Procedure

Main steps of MindStudio-based model training include:

Creating a Training Project (training for the first time)/Importing a Training Project (using an existing training project)
Setting Run Configurations
Performing Training

Prerequisites

If you select a MindSpore project or sample, set up the operating environment by following instructions on the Installation page at the MindSpore official website.
If you select a TensorFlow project or sample, ensure that the framework plugin package Ascend-cann-tfplugin_xxx.run has been installed in the local or remote operating environment for model training. For details about the installation method, see "Installing the Development Environment > Installing Software Packages on an Ascend Device > Installing the Framework Plugin Package" in the CANN Software Installation Guide.
If you select a PyTorch project or sample, install the PyTorch framework and mixed precision module. For details about the installation method, see "Environment Setup" in the PyTorch Network Porting and Training Guide.

Creating a Training Project

You can use the MindSpore, TensorFlow, and PyTorch training frameworks as templates to create training projects. The MindSpore training framework provides MindSpore Insight to visualize the training process. For details about how to use MindSpore Insight, see the official MindSpore Insight documents.

Navigate to the Create Ascend Training Project from Template page, as shown in Figure 1.
- On the MindStudio welcome page, click New Project to access the project creation page.
- On the MindStudio project page, choose File > New > Project... from the menu bar to access the project creation page.
Figure 1 Project creation page

Create a training project.

Select a project under Templates.

In the navigation tree on the left, choose Ascend Training, as shown in Figure 1.
1. Select a CANN Version on the right pane.
2. Select a project under Templates, for example, MindSpore Project.
  If you select a project under Templates, you need to prepare a training script.
  
  If an NPU training script is used, you can directly proceed with model training.
  
  If a GPU training script is used, refer to Analysis and Migration to convert it into an NPU training script and then perform model training.

Click Next and configure other information about the training project. Table 1 describes the parameters.

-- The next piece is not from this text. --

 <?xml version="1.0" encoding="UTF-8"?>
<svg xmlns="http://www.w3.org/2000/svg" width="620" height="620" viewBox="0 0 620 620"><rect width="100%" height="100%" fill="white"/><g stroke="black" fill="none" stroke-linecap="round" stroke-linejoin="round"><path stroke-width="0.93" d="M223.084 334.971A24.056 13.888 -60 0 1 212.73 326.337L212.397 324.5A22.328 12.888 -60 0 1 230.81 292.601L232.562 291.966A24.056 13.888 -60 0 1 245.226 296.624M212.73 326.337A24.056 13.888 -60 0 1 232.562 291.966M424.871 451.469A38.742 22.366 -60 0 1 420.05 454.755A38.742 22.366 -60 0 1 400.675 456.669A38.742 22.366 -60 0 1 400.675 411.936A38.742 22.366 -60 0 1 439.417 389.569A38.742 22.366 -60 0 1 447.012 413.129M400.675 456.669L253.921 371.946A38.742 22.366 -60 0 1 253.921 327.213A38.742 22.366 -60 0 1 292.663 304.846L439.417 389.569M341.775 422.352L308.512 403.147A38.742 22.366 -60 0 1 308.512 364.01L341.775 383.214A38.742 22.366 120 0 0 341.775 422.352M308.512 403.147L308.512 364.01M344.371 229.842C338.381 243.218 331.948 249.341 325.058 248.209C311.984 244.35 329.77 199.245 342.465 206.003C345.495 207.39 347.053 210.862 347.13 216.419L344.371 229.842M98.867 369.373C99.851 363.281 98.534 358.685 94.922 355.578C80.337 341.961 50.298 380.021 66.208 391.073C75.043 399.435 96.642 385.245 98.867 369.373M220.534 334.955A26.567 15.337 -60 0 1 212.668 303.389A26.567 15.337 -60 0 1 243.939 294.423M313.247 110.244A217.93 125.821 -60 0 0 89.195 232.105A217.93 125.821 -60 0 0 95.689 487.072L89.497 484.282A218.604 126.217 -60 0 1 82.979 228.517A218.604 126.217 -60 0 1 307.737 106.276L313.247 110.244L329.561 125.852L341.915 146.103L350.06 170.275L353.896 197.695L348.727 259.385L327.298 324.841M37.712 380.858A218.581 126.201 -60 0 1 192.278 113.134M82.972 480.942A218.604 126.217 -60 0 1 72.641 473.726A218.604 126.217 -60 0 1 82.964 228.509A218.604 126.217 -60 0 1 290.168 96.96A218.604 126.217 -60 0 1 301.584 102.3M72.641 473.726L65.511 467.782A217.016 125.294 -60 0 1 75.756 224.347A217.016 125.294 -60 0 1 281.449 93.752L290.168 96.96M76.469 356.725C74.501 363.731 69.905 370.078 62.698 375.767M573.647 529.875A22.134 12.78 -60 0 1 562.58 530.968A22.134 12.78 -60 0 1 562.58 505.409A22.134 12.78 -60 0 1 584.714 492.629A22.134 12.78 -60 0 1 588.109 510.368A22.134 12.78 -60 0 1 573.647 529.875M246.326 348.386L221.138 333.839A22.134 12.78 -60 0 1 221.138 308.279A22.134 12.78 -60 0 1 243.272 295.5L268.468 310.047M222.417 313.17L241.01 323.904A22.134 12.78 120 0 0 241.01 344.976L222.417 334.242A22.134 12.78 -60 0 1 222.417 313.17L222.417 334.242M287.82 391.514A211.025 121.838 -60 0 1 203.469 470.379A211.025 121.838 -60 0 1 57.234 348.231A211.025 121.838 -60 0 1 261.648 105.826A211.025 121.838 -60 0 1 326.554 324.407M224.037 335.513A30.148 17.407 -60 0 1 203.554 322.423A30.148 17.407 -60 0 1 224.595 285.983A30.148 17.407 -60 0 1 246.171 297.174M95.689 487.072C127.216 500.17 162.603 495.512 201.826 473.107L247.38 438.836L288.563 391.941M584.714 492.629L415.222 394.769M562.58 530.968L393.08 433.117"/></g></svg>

**Table 1** Project parameters
Parameter	Description
Project name	Project name (user-defined). The name must start and end with a digit or letter. Only letters, digits, hyphens (-), and underscores (_) are allowed. The name contains a maximum of 64 characters.
Project location	Default path for saving a project (user-defined). (For users who use MindStudio for the first time, the default value is $HOME/MindstudioProjects)
More settings	Module name: module name, the same as the Project name.
	Content root: path in the root directory.
	Module file location: module file path.
	Click the check box on the right of Project format. A drop-down list is displayed. .idea (directory-based) (default option): During project creation, an .idea project directory is created to save the project information. .ipr (file-based): project configuration file used to save the project configuration information.

Click Create. The training project is created.
If there is already an active project in the window, a confirmation message is displayed.
- Click This Window to open the newly created project in the current window.
- Click New Window to open the newly created project in a new window.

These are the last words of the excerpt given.